Regarding claim 13 (Currently Amended)
A method for managing audio during a conference, the method comprising:
decoding, at a first decoder of a mobile device, a first audio stream, based upon a determination to prioritize the first audio stream, received from a first device associated with a first participant of the conference to generate a first decoded audio, the determination to prioritize the first audio stream being based upon a frame energy or an active level;
decoding, at a second decoder of the mobile device, a second audio stream received from a second device associated with a second participant of the conference to generate a second decoded audio;
determining that a first device is associated with a first participant of the conference;
based upon a first user indication, (a) determine that the first participant corresponds to a preferred participant (b) provide a control signal to a network device to adjust a first bit rate of the first audio stream and (c) increase a first gain of the first decoded audio;
steering, at the spatial steering processor, the first decoded audio to be projected from a speaker at a first angle, the first angle based upon a second user indication of an angle at which audio is to be projected, the first decoded audio corresponding to a decoded version of a first audio stream from the first device; and
steering, at the spatial steering processor, the second decoded audio to be projected from the speaker at a second angle, the second decoded audio corresponding to a decoded version of a second audio stream from a second device associated with a second participant of the conference, and the first decoded audio synchronized with the second decoded audio;
receiving a signal indicating detection of head movement associated with a user of the mobile device, wherein the user of the mobile device is distinct from the first participant and second participant; and
shifting the first angle and the second angle by a shift amount in response to receiving the signal.
The scope and subject matter of method claim 13 is drawn to the method of using the corresponding apparatus claimed in claim 1. Therefore method claim 13 corresponds to apparatus claim 1 and is rejected for the same reasons of obviousness as used in claim 1 rejection above.

Regarding claim 23
The method of claim 13, wherein the first audio stream is received via an antenna of the mobile device.
The scope and subject matter of method claim 23 is drawn to the method of using the corresponding apparatus claimed in claim 10. Therefore method claim 23 corresponds to apparatus claim 10 and is rejected for the same reasons of obviousness as used in claim 10 rejection above.

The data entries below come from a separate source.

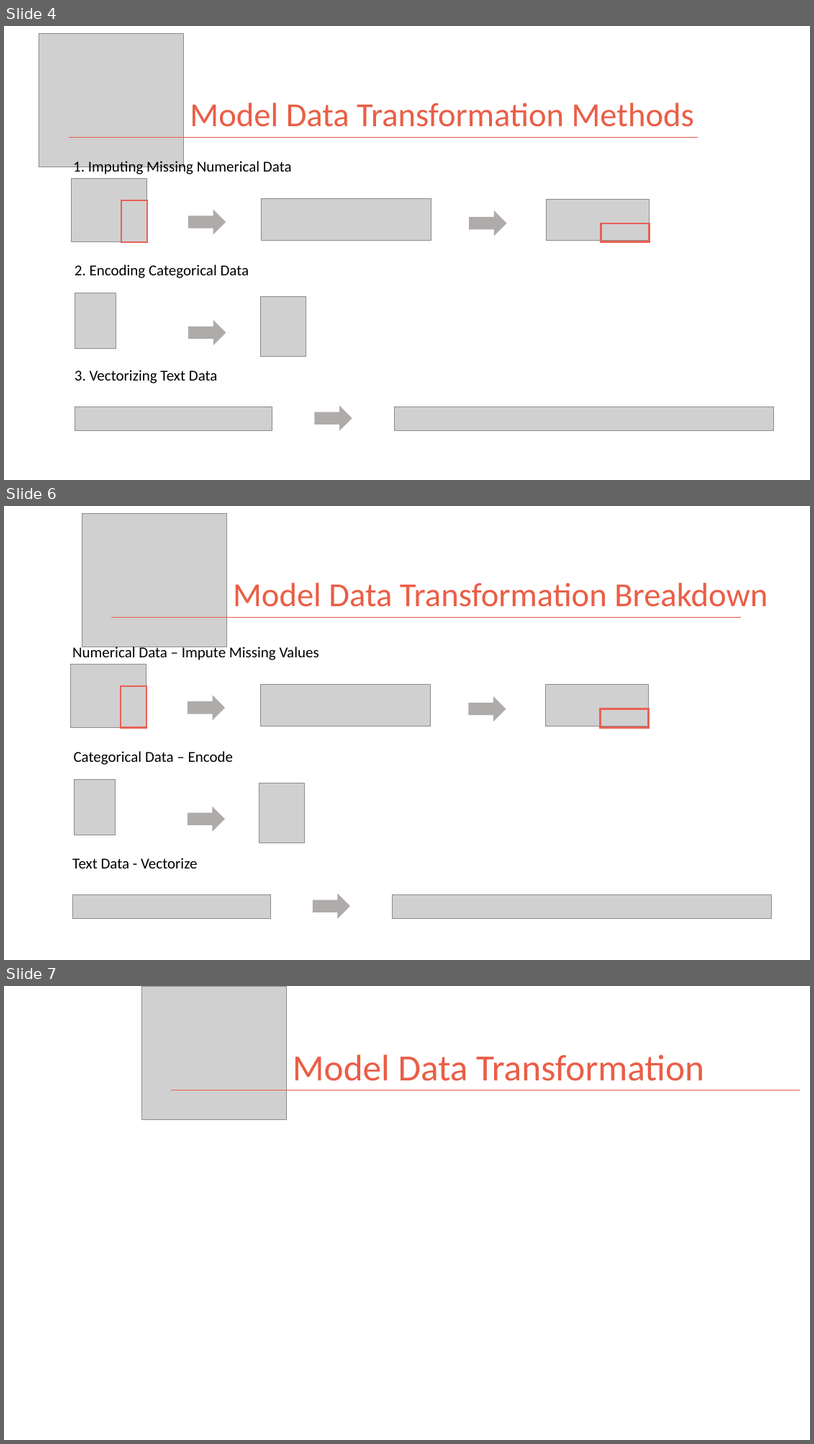
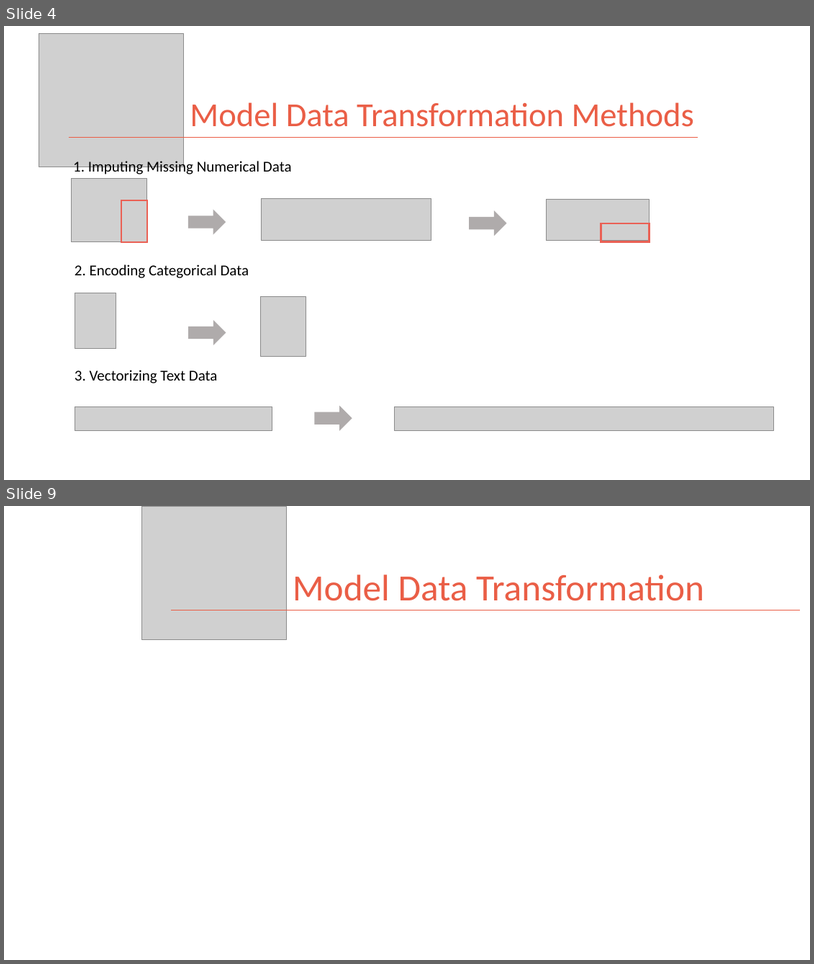
Before and after one commit to kman4/AirbnbPredictions, a slide deck: Airbnb Price Predictions (Model).pptx. Shown one above the other, each under a label of ours: slides 4, 6 and 7 before the commit, slides 4 and 9 after it; the slides between them are not shown. The pictures are 814x1444 and 814x964 pixels, drawn with LibreOffice and Linux fonts; fonts in the diff are those of the drawing; grey boxes stand for pictures. Boxes give left, top, right and bottom in pixels: in the first picture for what was removed or moved away, otherwise in the second. Text is boxed around its words. In the diff, an @@ line names an element or a change of style, - is before the commit and + after.

```diff
--- a/Airbnb Price Predictions (Model).pptx
+++ b/Airbnb Price Predictions (Model).pptx
@@ slide 6 removed at (4,506,810,960), background #FFFFFF @@
@@ picture removed at (82,513,226,647) @@
@@ title removed at (233,582,768,607) @@
-Model Data Transformation Breakdown
@@ line removed from (112, 618) to (741, 618) @@
@@ text removed at (72,645,319,660) @@
-Numerical Data – Impute Missing Values
@@ picture removed at (70,664,147,728) @@
@@ rectangle removed at (121,686,147,728) @@
@@ right arrow removed at (188,696,224,720) @@
@@ picture removed at (260,685,430,726) @@
@@ right arrow removed at (469,698,506,721) @@
@@ picture removed at (546,685,650,726) @@
@@ rectangle removed at (601,708,649,728) @@
@@ text removed at (74,751,233,764) @@
-Categorical Data – Encode
@@ picture removed at (74,780,116,835) @@
@@ picture removed at (260,783,305,843) @@
@@ right arrow removed at (188,807,224,831) @@
@@ text removed at (72,857,197,868) @@
-Text Data - Vectorize
@@ picture removed at (73,894,270,919) @@
@@ right arrow removed at (313,894,350,918) @@
@@ picture removed at (392,894,772,919) @@
@@ what was slide 7 is now slide 9 @@
```
Also in this commit, not shown: 1 slide changed, 3 slides added, 1 other file.
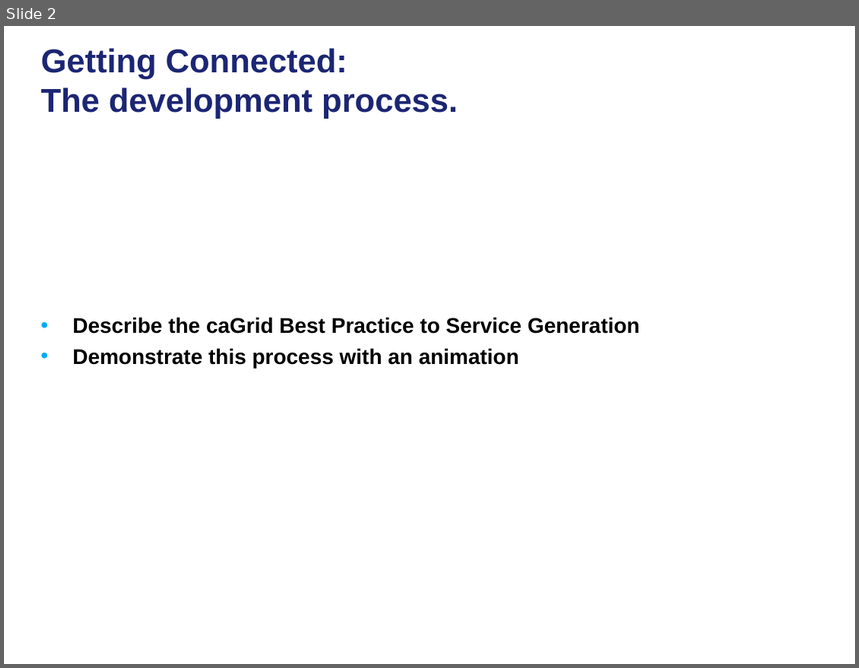
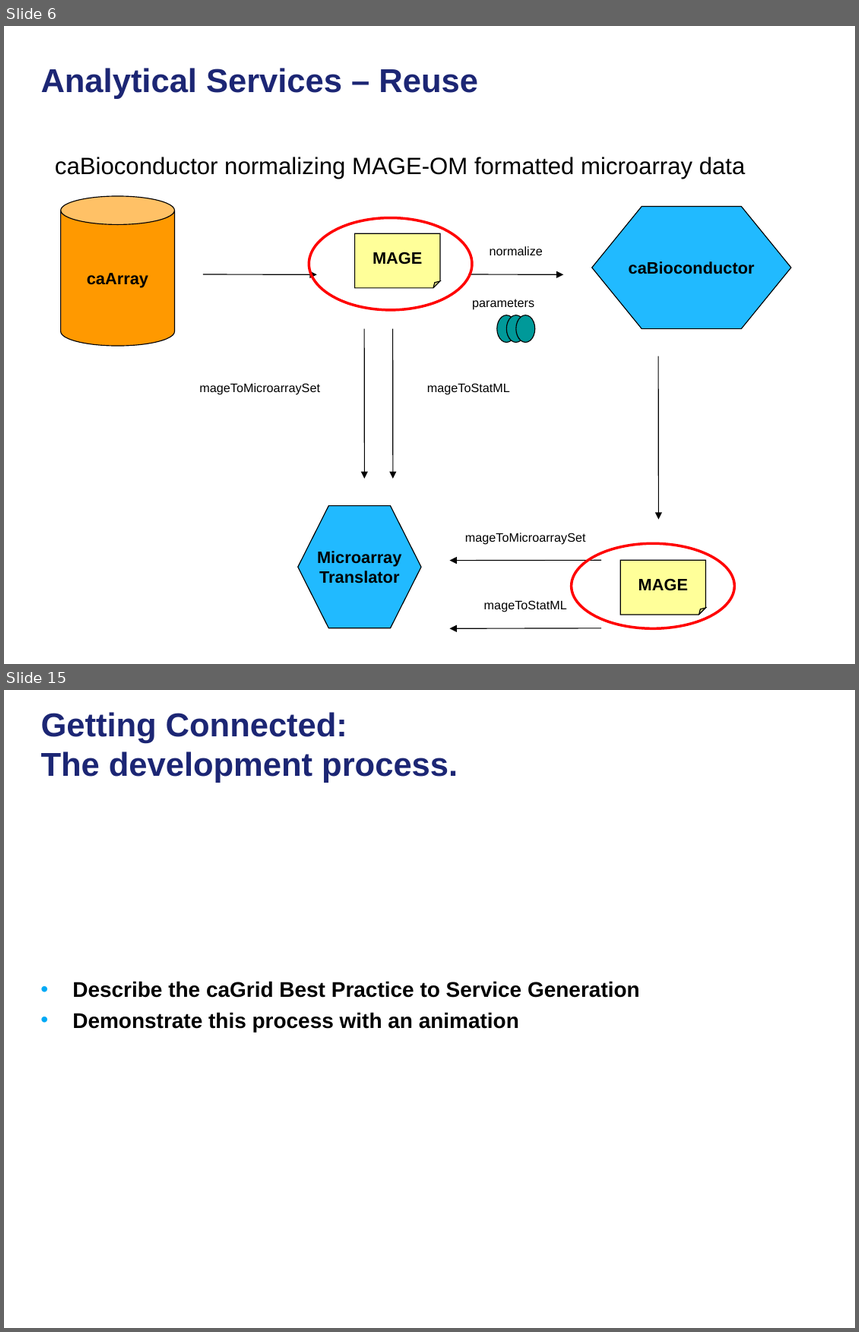
Before and after one commit to NCIP/cagrid-portal, a slide deck: cagrid-1-0/Documentation/presentations/200801_VCDE_ARCH/20080128_30_F2F_ASBP_Grid_BP.ppt. Shown one above the other, each under a label of ours: slide 2 before the commit, slides 6 and 15 after it; the slides between them are not shown. The pictures are 859x668 and 859x1332 pixels, drawn with LibreOffice and Linux fonts; fonts in the diff are those of the drawing; background and template pictures are left out. Boxes give left, top, right and bottom in pixels: in the first picture for what was removed or moved away, otherwise in the second. Text is boxed around its words. In the diff, an @@ line names an element or a change of style, - is before the commit and + after.

```diff
--- a/cagrid-1-0/Documentation/presentations/200801_VCDE_ARCH/20080128_30_F2F_ASBP_Grid_BP.ppt
+++ b/cagrid-1-0/Documentation/presentations/200801_VCDE_ARCH/20080128_30_F2F_ASBP_Grid_BP.ppt
@@ slide 6 added at (4,26,855,664), background picture (left out) @@
@@ title added at (41,68,478,99), 28 pt, text #1C2674, bold @@
+Analytical Services – Reuse
@@ text added at (55,157,746,179), 20 pt, text #000000 @@
+caBioconductor normalizing MAGE-OM formatted microarray data
@@ ellipse added at (309,218,472,310), outline #FF0000 2.24 pt @@
@@ group added at (61,196,791,629): 7 arrows, 6 texts, 3 ellipses, 2 folded corners, 2 hexagons, 1 cylinder @@
+caArray
+MAGE
+caBioconductor
+MAGE
+normalize
+Microarray
+Translator
+mageToMicroarraySet
+mageToStatML
+mageToMicroarraySet
+mageToStatML
+parameters
@@ ellipse added at (572,544,735,629), outline #FF0000 2.24 pt @@
@@ what was slide 2 is now slide 15 @@
```
Also in this commit, not shown: 5 slides changed, 19 other slides added.
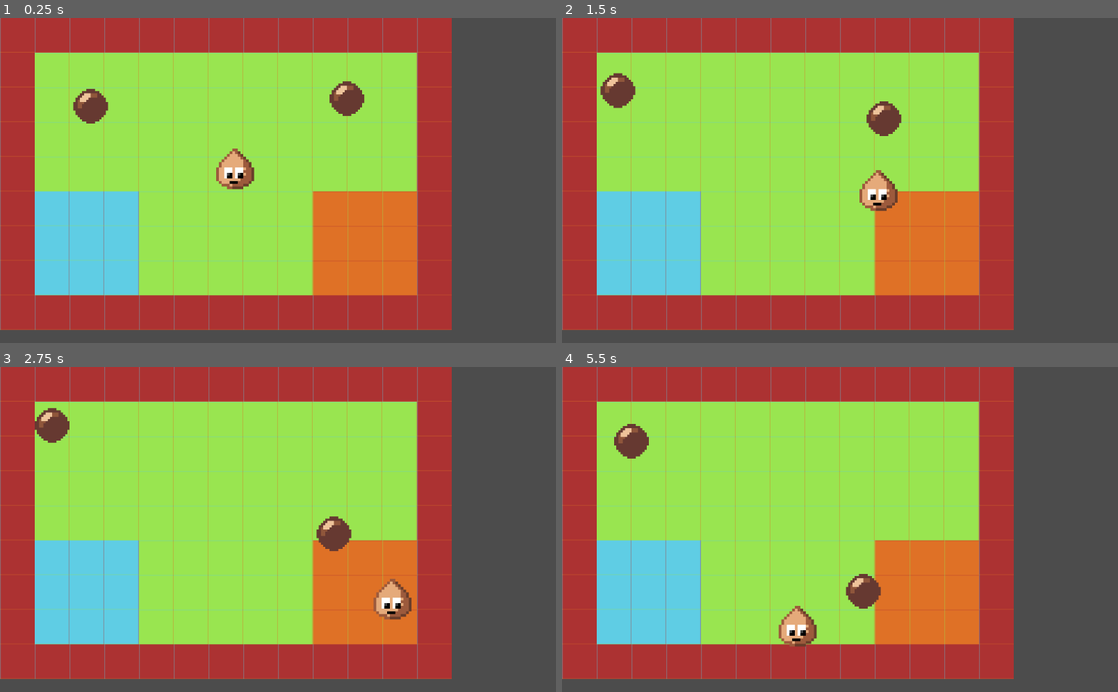
Above: before the commit, frames 1-4 (two rows, left to right).
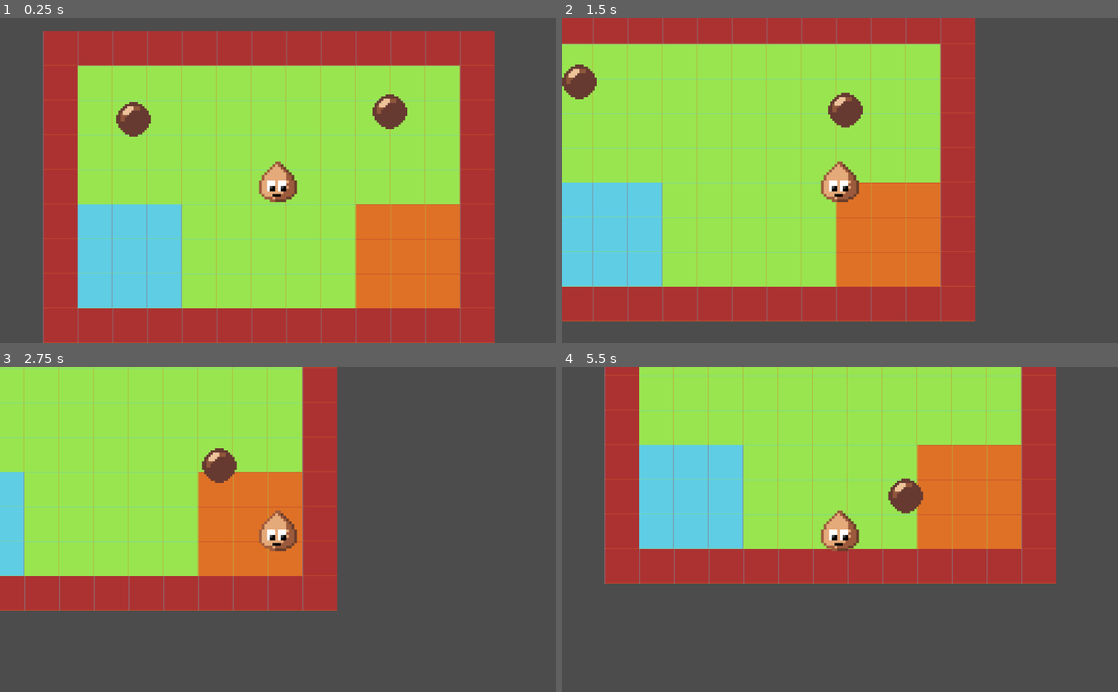
Above: after the commit, the same moments.

Repository: NicoheroesDX/growup
Game: Godot game, scene res://src/Main.tscn
Same seed, same stepped clock (60 frames per second), same inputs: the game is played once before the commit and once after it.
Inputs:
- Up to frame 1 (0.25 s): no input
- Up to frame 2 (1.5 s): hold D (growup_right) 0.53-1.28 s; hold S (growup_down) from 1.28 s (still down)
- Up to frame 3 (2.75 s): release S (growup_down) at 2.03 s; hold D (growup_right) from 2.03 s (still down)
- Up to frame 4 (5.5 s): release D (growup_right) at 2.78 s; hold Ctrl (growup_dash) 2.78-3.53 s; hold A (growup_left) 3.53-5.03 s; hold S (growup_down) from 5.03 s (still down)

The runs differ from the first frame. In frame 1, 47% of the frame differs, in the area x 0-89%, y 0-100%; in frame 2, 32%; in frame 3, 61%; in frame 4, 66%, in the area x 0-89%, y 0-97%.

Commit message:
Added moving camera

Diff:
--- a/src/actors/Player.gd
+++ b/src/actors/Player.gd
@@ -2,24 +2,45 @@
 
 const projectilePath = preload('res://src/entities/Projectile.tscn')
 
-var experience = 0
+var isDashing = false
+
+var dashCoolDown = 25
+var dashTimer = 0
+var dashLength = 10
+var dashSpeed = 1000
 
 func _ready():
 	speed = 200
 
 func control_player():
-	velocity = Vector2()
-	if Input.is_action_pressed("growup_up"):
-		velocity.y -= 1
-	if Input.is_action_pressed("growup_left"):
-		velocity.x -= 1
-	if Input.is_action_pressed("growup_right"):
-		velocity.x += 1
-	if Input.is_action_pressed("growup_down"):
-		velocity.y += 1
 
-	velocity = velocity.normalized() * speed
+	if !isDashing:
+		velocity = Vector2()
+		if Input.is_action_pressed("growup_up"):
+			velocity.y -= 1
+		if Input.is_action_pressed("growup_left"):
+			velocity.x -= 1
+		if Input.is_action_pressed("growup_right"):
+			velocity.x += 1
+		if Input.is_action_pressed("growup_down"):
+			velocity.y += 1
+
+		if dashTimer == 0 && Input.is_action_just_pressed("growup_dash"):
+			velocity = velocity.normalized() * dashSpeed
+			dashTimer += 1
+			isDashing = true
+		else:
+			velocity = velocity.normalized() * speed
+	else:
+		velocity = velocity.normalized() * dashSpeed
 
 func _physics_process(delta):
+	if (dashTimer > 0):
+		dashTimer+=1
+		if (dashTimer > dashLength):
+			isDashing = false
+		if (dashTimer > dashCoolDown):
+			dashTimer = 0
+			isDashing = false
 	control_player()
 	velocity = move_and_slide(velocity)
--- a/src/levels/LevelTemplate.gd
+++ b/src/levels/LevelTemplate.gd
@@ -5,7 +5,6 @@
 const projectilePath = preload('res://src/entities/Projectile.tscn')
 
 func _process(delta):
-
 	if Input.is_action_just_pressed("growup_shoot_up"):
 		player_shoot(Vector2(0,-1000))
 	if Input.is_action_just_pressed("growup_shoot_down"):
@@ -15,11 +14,9 @@
 	if Input.is_action_just_pressed("growup_shoot_right"):
 		player_shoot(Vector2(1000,0))
 
-
-
 func player_shoot(projectileVelocity):
 	var projectile = projectilePath.instance()
-	var spawnPosition = Vector2(player.position.x, player.position.y - 10)
+	var spawnPosition = Vector2(player.position.x, player.position.y)
 	projectile.position = spawnPosition
 	projectile.velocity = projectileVelocity
 	add_child(projectile)
--- a/src/levels/LevelTemplate.tscn
+++ b/src/levels/LevelTemplate.tscn
@@ -1,9 +1,10 @@
-[gd_scene load_steps=8 format=2]
+[gd_scene load_steps=9 format=2]
 
 [ext_resource path="res://src/actors/Player.tscn" type="PackedScene" id=1]
 [ext_resource path="res://src/assets/tilesets/level0.png" type="Texture" id=2]
 [ext_resource path="res://src/actors/Enemy.tscn" type="PackedScene" id=3]
 [ext_resource path="res://src/levels/LevelTemplate.gd" type="Script" id=4]
+[ext_resource path="res://src/levels/PlayerCamera.gd" type="Script" id=5]
 
 [sub_resource type="ConvexPolygonShape2D" id=1]
 points = PoolVector2Array( 0, 0, 16, 0, 16, 16, 0, 16 )
@@ -102,3 +103,7 @@
 
 [node name="Enemy2" parent="." instance=ExtResource( 3 )]
 position = Vector2( 159.75, 37.25 )
+
+[node name="PlayerCamera" type="Camera2D" parent="."]
+current = true
+script = ExtResource( 5 )
--- /dev/null
+++ b/src/levels/PlayerCamera.gd
@@ -0,0 +1,8 @@
+extends Camera2D
+
+onready var player: KinematicBody2D = get_parent().get_node("Player")
+
+func _process(delta):
+	print(player.position)
+	position.x=player.position.x
+	position.y=player.position.y

Regarding claim 25 (Currently Amended)
A non-transitory computer-readable medium comprising instructions for managing audio during a conference, the instructions, when executed by a spatial steering processor in a mobile device, cause the spatial steering processor to perform operations comprising:
decoding, at a first decoder of a mobile device, a first audio stream, based upon a determination to prioritize the first audio stream, received from a first device associated with a first participant of the conference to generate a first decoded audio, the determination to prioritize the first audio stream being based upon a frame energy or an active level;
decoding, at a second decoder of the mobile device, a second audio stream received from a second device associated with a second participant of the conference to generate a second decoded audio;
determining that a first device is associated with a first participant of the conference;
based upon a first user indication, (a) determine that the first participant corresponds to a preferred participant (b) provide a control signal to a network device to adjust a first bit rate of the first audio stream and (c) increase a first gain of the first decoded audio;
steering the first decoded audio to be projected from a speaker at a first angle, the first angle based upon a second user indication of an angle at which audio is to be projected, the first decoded audio corresponding to a decoded version of a first audio stream from the first device;
steering the second decoded audio to be projected from the speaker at a second angle, the second decoded audio corresponding to a decoded version of a second audio stream from a second device associated with a second participant of the conference, and the first decoded audio synchronized with the second decoded audio; and
receiving a signal indicating detection of head movement associated with a user of the mobile device, wherein the user of the mobile device is distinct from the first participant and second participant; and
shifting the first angle and the second angle by a shift amount in response to receiving the signal.
The scope and subject matter of non-transitory computer readable medium claim 25 is drawn to the computer program product of using the corresponding apparatus claimed in claim 1. Therefore computer program product claim 25 corresponds to apparatus claim 1 and is rejected for the same reasons of obviousness as used in claim 1 rejection above.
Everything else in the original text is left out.